▶ **BRIEF**: Filter the entries for the word "polyline". Copy each line in which it occurs.
····················
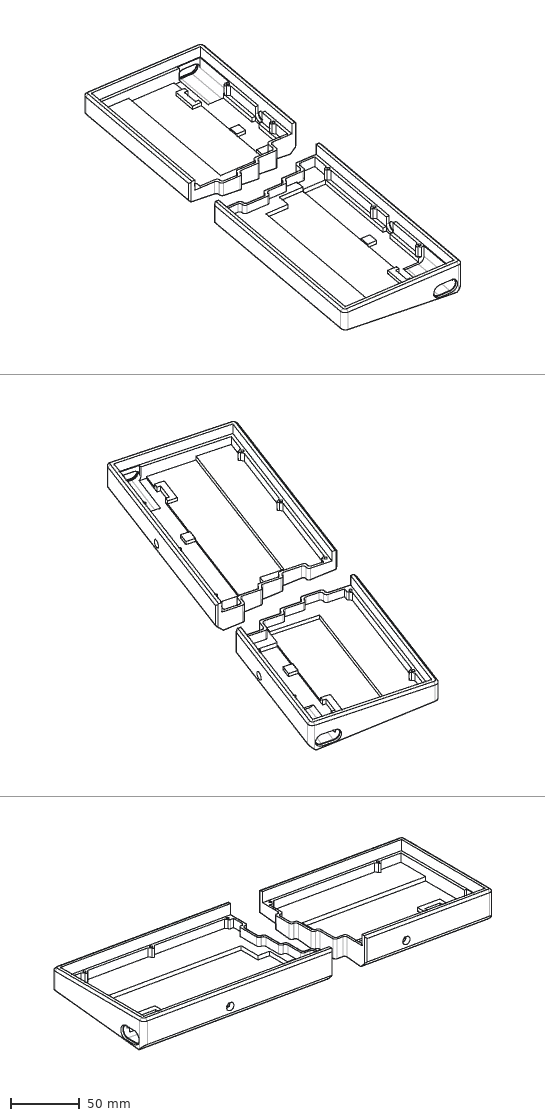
import cadquery as cq
import math


TOTAL_LENGTH = 326.7
DEPTH = 106.2
HEIGHT = 27.0

BOTTOM_TILT = math.radians(5)
BACK_CHAMFER = 6.0
CORNER_RADIUS = 4.0
TOP_CHAMFER = 2.0
BOTTOM_CHAMFER = 1.0
END_CHAMFER = 1.3

RIM_WIDTH = 4.5
WALL = 7.2
STEP_WALL = 2.0
STEP_RADIUS = 2.3
LEDGE_Z = 18.0
FLOOR_Z = 10.5
BACK_FLOOR_Z = 9.0
MIDDLE_Z = 7.0
BACK_Z = 5.2

KEY_PITCH = 19.3
FIRST_STEP_Y = 82.3
STEP_YS = [FIRST_STEP_Y - row * KEY_PITCH for row in range(4)]

MIDDLE_FRONT_Y = 36.0
MIDDLE_BACK_Y = 76.5
POCKET_BACK_Y = 96.0

SLOT_LENGTH = 20.0
SLOT_HEIGHT = 10.0
MOUTH_DEPTH = 2.0
MOUTH_MARGIN = 0.5
SLOT_INSET = 5.2
SLOT_BACK_Y = DEPTH - SLOT_INSET
SLOT_BOTTOM_Z = 3.5
CHANNEL_END_X = 41.2

BLOCK_X = 81.5
BLOCK_WIDTH = 8.5
BLOCK_BACK_Y = 84.3
BLOCK_TOP_Z = 8.2
SOCKET_DIAMETER = 6.5
SOCKET_Z = 11.5

CLIP_X = 20.3
CLIP_LENGTH = 21.0
CLIP_FRONT_Y = 68.5
CLIP_HEIGHT = 3.0
NOTCH_X = 24.2
NOTCH_LENGTH = 13.7
NOTCH_FRONT_Y = 73.5

RIB_ROOT_WIDTH = 6.2
RIB_REACH = 3.3
NOSE_WIDTH = 2.3
SCREW_DIAMETER = 2.2

NEAR = 0.3

LEFT_STEP_XS = [119.2, 129.0, 134.0, 139.0, 134.0]
LEFT_BACK_RIBS = [43.0, 100.0]
LEFT_FRONT_RIBS = [28.7, 128.7]
LEFT_BACK_POCKET_X = 110.5
LEFT_MIDDLE_POCKET_X = 122.2

RIGHT_STEP_XS = [177.0, 168.0, 163.0, 158.0, 163.0]
RIGHT_BACK_RIBS = [44.0, 100.5, 158.0]
RIGHT_FRONT_RIBS = [24.8, 87.0, 158.0]
RIGHT_BACK_POCKET_X = 157.5
RIGHT_MIDDLE_POCKET_X = 158.5
RIGHT_KEEP_X = 147.7
RIGHT_KEEP_Y = 55.5


def box(x0, x1, y0, y1, z0, z1):
    """A box between two opposite corners."""
    return cq.Workplane("XY").box(x1 - x0, y1 - y0, z1 - z0, centered=False).translate((x0, y0, z0))


def wedge_blank(length):
    """The wedge-shaped blank with its rounded outer corners and edge chamfers."""
    low_y = DEPTH - BACK_CHAMFER
    front_z = low_y * math.tan(BOTTOM_TILT)
    profile = [(0, HEIGHT), (0, front_z), (low_y, 0), (DEPTH, BACK_CHAMFER), (DEPTH, HEIGHT)]
    blank = cq.Workplane("YZ").polyline(profile).close().extrude(length)
    blank = blank.edges("|Z and <X").fillet(CORNER_RADIUS)
    blank = blank.faces(">Z").edges("not >X").chamfer(TOP_CHAMFER)
    tilted_bottom = blank.faces(cq.selectors.NearestToPointSelector((length / 2, low_y / 2, front_z / 2)))
    return tilted_bottom.edges("<X or <Y").chamfer(BOTTOM_CHAMFER)


def stepped_area(step_xs, inset):
    """Everything on the outer side of the stepped end, drawn back by the inset."""
    ys = [2 * DEPTH] + STEP_YS + [-DEPTH]
    points = [(-DEPTH, -DEPTH), (-DEPTH, 2 * DEPTH)]
    for x, back_y, front_y in zip(step_xs, ys, ys[1:]):
        points += [(x, back_y), (x, front_y)]
    outline = cq.Workplane("XY").polyline(points).close()
    if inset:
        outline = outline.offset2D(-inset, "intersection")
    area = outline.extrude(HEIGHT)
    step_edges = cq.selectors.BoxSelector((0, 0, 0), (TOTAL_LENGTH, DEPTH, HEIGHT))
    return area.edges("|Z").edges(step_edges).fillet(STEP_RADIUS)


def plate_opening(length):
    """The opening above the ledge, running out through the stepped end."""
    return box(RIM_WIDTH, length, RIM_WIDTH, DEPTH - RIM_WIDTH, LEDGE_Z, HEIGHT)


def lower_cavity(step_xs):
    """The space between the ledge and the main and back floors."""
    room = box(WALL, max(step_xs), WALL, DEPTH - WALL, FLOOR_Z, LEDGE_Z)
    room = room.union(box(WALL, max(step_xs), MIDDLE_BACK_Y, DEPTH - WALL, BACK_FLOOR_Z, LEDGE_Z))
    return room.intersect(stepped_area(step_xs, STEP_WALL))


def middle_pocket(end_x):
    """The middle pocket, from the outer wall to end_x."""
    return box(WALL, end_x, MIDDLE_FRONT_Y, MIDDLE_BACK_Y, MIDDLE_Z, FLOOR_Z)


def cable_slot():
    """The slot through the outer end, its channel and the cleared space above the channel."""
    slot_y = SLOT_BACK_Y - SLOT_LENGTH / 2
    slot_z = SLOT_BOTTOM_Z + SLOT_HEIGHT / 2
    channel = cq.Workplane("YZ").center(slot_y, slot_z).slot2D(SLOT_LENGTH, SLOT_HEIGHT).extrude(CHANNEL_END_X)
    mouth = (
        cq.Workplane("YZ")
        .center(slot_y, slot_z)
        .slot2D(SLOT_LENGTH + 2 * MOUTH_MARGIN, SLOT_HEIGHT + 2 * MOUTH_MARGIN)
        .extrude(MOUTH_DEPTH)
    )
    clearance = box(SLOT_INSET, CHANNEL_END_X, SLOT_BACK_Y - SLOT_LENGTH, SLOT_BACK_Y, slot_z, LEDGE_Z)
    return channel.union(mouth).union(clearance)


def back_socket():
    """The gap in the back ledge, the round-bottomed seat behind it and the hole through the wall."""
    left = BLOCK_X - BLOCK_WIDTH / 2
    gap = box(left, left + BLOCK_WIDTH, POCKET_BACK_Y, DEPTH - WALL, BACK_Z, LEDGE_Z)
    wall_face_y = DEPTH - RIM_WIDTH
    seat = (
        cq.Workplane("XZ", origin=(BLOCK_X, wall_face_y, SOCKET_Z))
        .circle(BLOCK_WIDTH / 2)
        .extrude(WALL - RIM_WIDTH)
    )
    opening = box(left, left + BLOCK_WIDTH, DEPTH - WALL, wall_face_y, SOCKET_Z, LEDGE_Z)
    hole = (
        cq.Workplane("XZ", origin=(BLOCK_X, DEPTH, SOCKET_Z))
        .circle(SOCKET_DIAMETER / 2)
        .extrude(WALL)
    )
    return gap.union(seat).union(opening).union(hole)


def clip():
    """The block of the U-shaped clip, standing on the middle floor."""
    top = MIDDLE_Z + CLIP_HEIGHT
    return box(CLIP_X, CLIP_X + CLIP_LENGTH, CLIP_FRONT_Y, MIDDLE_BACK_Y, MIDDLE_Z, top)


def clip_notch():
    """The mouth of the clip, level with the floor of the back pocket it opens into."""
    top = MIDDLE_Z + CLIP_HEIGHT
    return box(NOTCH_X, NOTCH_X + NOTCH_LENGTH, NOTCH_FRONT_Y, MIDDLE_BACK_Y, BACK_Z, top)


def rib(x, root_y, toward):
    """One tapered rib at x; toward is +1 when it points to +Y and -1 when it points to -Y."""
    root = RIB_ROOT_WIDTH / 2
    nose = NOSE_WIDTH / 2
    tip_y = root_y + toward * RIB_REACH
    shoulder_y = tip_y - toward * nose
    return (
        cq.Workplane("XY", origin=(0, 0, BACK_FLOOR_Z))
        .moveTo(x - root, root_y)
        .lineTo(x - nose, shoulder_y)
        .threePointArc((x, tip_y), (x + nose, shoulder_y))
        .lineTo(x + root, root_y)
        .close()
        .extrude(LEDGE_Z - BACK_FLOOR_Z)
    )


def screw_holes(points):
    """Blind screw holes, from the ledge down to the main floor level."""
    holes = cq.Workplane("XY", origin=(0, 0, FLOOR_Z)).pushPoints(points)
    return holes.circle(SCREW_DIAMETER / 2).extrude(LEDGE_Z - FLOOR_Z)


def tray(step_xs, back_ribs, front_ribs, back_pocket_x, middle_space):
    """One half of the case, with its outer end at X = 0."""
    length = max(step_xs)
    body = wedge_blank(length).intersect(stepped_area(step_xs, 0))
    for x, y in [(step_xs[0], DEPTH), (step_xs[-1], 0)]:
        wall_end = cq.selectors.BoxSelector((x - NEAR, y - NEAR, 0), (x + NEAR, y + NEAR, HEIGHT))
        body = body.edges("|Z").edges(wall_end).chamfer(END_CHAMFER)

    body = body.cut(plate_opening(length)).cut(lower_cavity(step_xs))

    for x in back_ribs:
        body = body.union(rib(x, DEPTH - WALL, -1))
    for x in front_ribs:
        body = body.union(rib(x, WALL, 1))
    corner = box(max(front_ribs), length, RIM_WIDTH, WALL + RIB_REACH, BACK_FLOOR_Z, LEDGE_Z)
    body = body.union(corner.intersect(stepped_area(step_xs, 0)))
    screws = [(x, DEPTH - WALL) for x in back_ribs] + [(x, WALL) for x in front_ribs]
    body = body.cut(screw_holes(screws))

    body = body.cut(box(WALL, back_pocket_x, MIDDLE_BACK_Y, POCKET_BACK_Y, BACK_Z, BACK_FLOOR_Z))
    body = body.cut(middle_space)
    body = body.cut(cable_slot()).cut(back_socket())

    left = BLOCK_X - BLOCK_WIDTH / 2
    block = box(left, left + BLOCK_WIDTH, MIDDLE_BACK_Y, BLOCK_BACK_Y, BACK_Z, BLOCK_TOP_Z)
    return body.union(block).union(clip()).cut(clip_notch())


left_tray = tray(
    LEFT_STEP_XS, LEFT_BACK_RIBS, LEFT_FRONT_RIBS, LEFT_BACK_POCKET_X, middle_pocket(LEFT_MIDDLE_POCKET_X)
)

kept_floor = box(RIGHT_KEEP_X, RIGHT_MIDDLE_POCKET_X, MIDDLE_FRONT_Y, RIGHT_KEEP_Y, MIDDLE_Z, FLOOR_Z)
right_tray = tray(
    RIGHT_STEP_XS, RIGHT_BACK_RIBS, RIGHT_FRONT_RIBS, RIGHT_BACK_POCKET_X,
    middle_pocket(RIGHT_MIDDLE_POCKET_X).cut(kept_floor),
)
right_tray = right_tray.mirror("YZ").translate((TOTAL_LENGTH, 0, 0))

result = cq.Compound.makeCompound([left_tray.val(), right_tray.val()])
····················
▶ **TASK RESPONSE**:
    blank = cq.Workplane("YZ").polyline(profile).close().extrude(length)
    outline = cq.Workplane("XY").polyline(points).close()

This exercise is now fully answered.